Will you transcribe all the entries word for word, skipping the pictures they hold?

◇ ◇ ◇ ◇ ◇

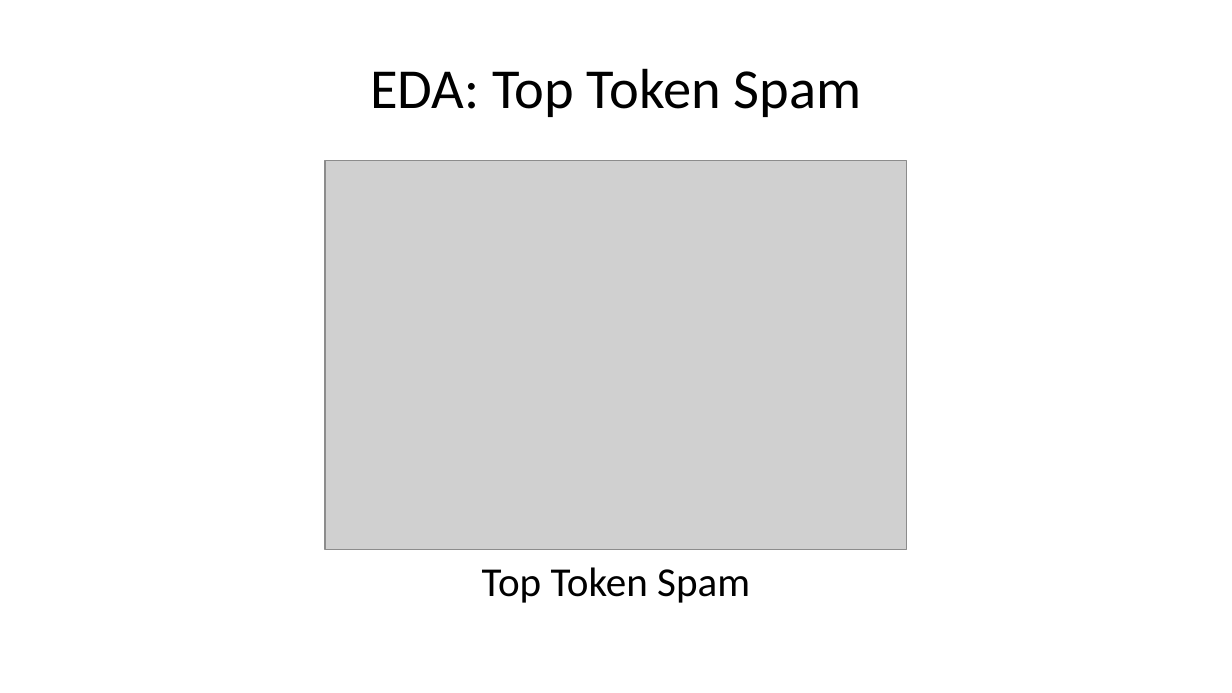
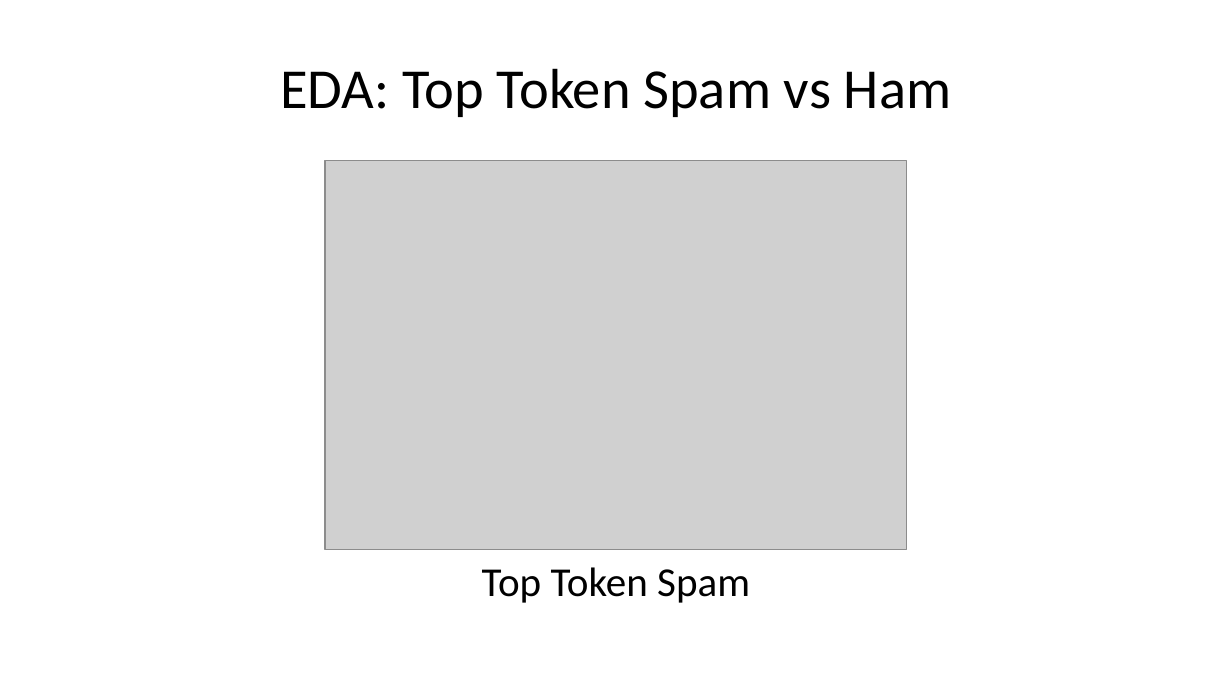
Before and after one commit to dinkznasaruddin/klasifikasi-spam-sms, a slide deck: slide 7 of slides/paper_presentation.pptx. Drawn at 1232x693 pixels with LibreOffice and Linux fonts; fonts in the diff are those of the drawing; grey boxes stand for pictures. Boxes give left, top, right and bottom in pixels: in the first picture for what was removed or moved away, otherwise in the second. Text is boxed around its words. In the diff, an @@ line names an element or a change of style, - is before the commit and + after.

```diff
--- a/slides/paper_presentation.pptx
+++ b/slides/paper_presentation.pptx
@@ title at [280,68,951,117]: text changed @@
-EDA: Top Token Spam
+EDA: Top Token Spam vs Ham
```
Also in this commit, not shown: 5 other slides changed, 3 slides added, 3 slides removed, 18 other files.

◇ ◇ ◇ ◇ ◇

FINAL ANSWER »
Before and after one commit to dinkznasaruddin/klasifikasi-spam-sms, a slide deck: slide 7 of slides/paper_presentation.pptx. Drawn at 1232x693 pixels with LibreOffice and Linux fonts; fonts in the diff are those of the drawing; grey boxes stand for pictures. Boxes give left, top, right and bottom in pixels: in the first picture for what was removed or moved away, otherwise in the second. Text is boxed around its words. In the diff, an @@ line names an element or a change of style, - is before the commit and + after.

```diff
--- a/slides/paper_presentation.pptx
+++ b/slides/paper_presentation.pptx
@@ title at [280,68,951,117]: text changed @@
-EDA: Top Token Spam
+EDA: Top Token Spam vs Ham
```
Also in this commit, not shown: 5 other slides changed, 3 slides added, 3 slides removed, 18 other files.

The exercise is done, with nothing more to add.